(Collected data entries)
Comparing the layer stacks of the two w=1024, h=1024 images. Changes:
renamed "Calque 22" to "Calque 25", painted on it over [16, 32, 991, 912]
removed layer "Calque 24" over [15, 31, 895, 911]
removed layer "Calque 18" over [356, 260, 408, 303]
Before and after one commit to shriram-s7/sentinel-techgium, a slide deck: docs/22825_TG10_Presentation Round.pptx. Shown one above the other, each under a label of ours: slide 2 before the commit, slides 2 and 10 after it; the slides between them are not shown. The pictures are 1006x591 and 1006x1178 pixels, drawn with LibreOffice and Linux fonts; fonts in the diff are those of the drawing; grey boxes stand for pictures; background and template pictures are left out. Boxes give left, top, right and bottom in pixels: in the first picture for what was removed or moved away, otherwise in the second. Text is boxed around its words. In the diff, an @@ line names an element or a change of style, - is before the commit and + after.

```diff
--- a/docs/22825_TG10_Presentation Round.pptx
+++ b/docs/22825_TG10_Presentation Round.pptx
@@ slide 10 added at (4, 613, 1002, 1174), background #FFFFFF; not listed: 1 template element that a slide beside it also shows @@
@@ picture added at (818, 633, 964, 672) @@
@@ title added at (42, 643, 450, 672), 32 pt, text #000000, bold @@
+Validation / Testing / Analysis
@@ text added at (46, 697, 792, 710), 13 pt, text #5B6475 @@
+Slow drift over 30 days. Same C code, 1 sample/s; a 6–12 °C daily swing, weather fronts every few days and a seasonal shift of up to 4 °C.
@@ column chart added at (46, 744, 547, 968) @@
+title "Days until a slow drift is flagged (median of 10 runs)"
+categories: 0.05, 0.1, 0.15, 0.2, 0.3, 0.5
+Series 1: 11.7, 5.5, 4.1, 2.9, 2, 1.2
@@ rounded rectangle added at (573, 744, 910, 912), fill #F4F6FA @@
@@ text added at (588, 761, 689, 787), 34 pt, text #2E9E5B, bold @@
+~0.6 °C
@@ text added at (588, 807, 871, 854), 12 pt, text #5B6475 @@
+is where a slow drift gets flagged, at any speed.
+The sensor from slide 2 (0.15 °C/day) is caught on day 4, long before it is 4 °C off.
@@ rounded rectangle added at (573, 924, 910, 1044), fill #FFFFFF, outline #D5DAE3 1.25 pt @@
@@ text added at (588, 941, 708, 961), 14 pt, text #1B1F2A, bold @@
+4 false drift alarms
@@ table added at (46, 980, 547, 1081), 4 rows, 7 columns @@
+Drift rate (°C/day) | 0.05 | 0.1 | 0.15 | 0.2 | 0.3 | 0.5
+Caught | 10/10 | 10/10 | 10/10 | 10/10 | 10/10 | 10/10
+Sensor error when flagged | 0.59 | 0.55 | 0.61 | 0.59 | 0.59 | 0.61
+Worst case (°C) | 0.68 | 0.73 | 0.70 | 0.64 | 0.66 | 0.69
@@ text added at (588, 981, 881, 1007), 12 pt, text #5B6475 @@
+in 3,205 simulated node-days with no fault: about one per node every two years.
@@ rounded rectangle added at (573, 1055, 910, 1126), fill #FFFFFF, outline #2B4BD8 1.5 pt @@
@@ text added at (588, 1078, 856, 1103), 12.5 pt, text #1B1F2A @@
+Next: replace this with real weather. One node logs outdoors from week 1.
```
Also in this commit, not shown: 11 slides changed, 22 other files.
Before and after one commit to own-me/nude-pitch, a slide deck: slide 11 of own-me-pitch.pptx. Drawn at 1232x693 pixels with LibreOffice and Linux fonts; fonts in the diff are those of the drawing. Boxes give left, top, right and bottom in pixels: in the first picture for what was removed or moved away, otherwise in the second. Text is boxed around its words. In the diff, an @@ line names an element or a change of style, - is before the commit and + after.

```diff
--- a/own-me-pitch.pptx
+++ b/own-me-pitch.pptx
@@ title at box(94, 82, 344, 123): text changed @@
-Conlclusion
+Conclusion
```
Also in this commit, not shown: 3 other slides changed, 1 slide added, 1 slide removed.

> _Work task_:
From the very first line of the data through the line with "260, 408, 303]" in it, please reproduce each line exactly and output nothing more.

> _Response box_:
Comparing the layer stacks of the two w=1024, h=1024 images. Changes:
renamed "Calque 22" to "Calque 25", painted on it over [16, 32, 991, 912]
removed layer "Calque 24" over [15, 31, 895, 911]
removed layer "Calque 18" over [356, 260, 408, 303]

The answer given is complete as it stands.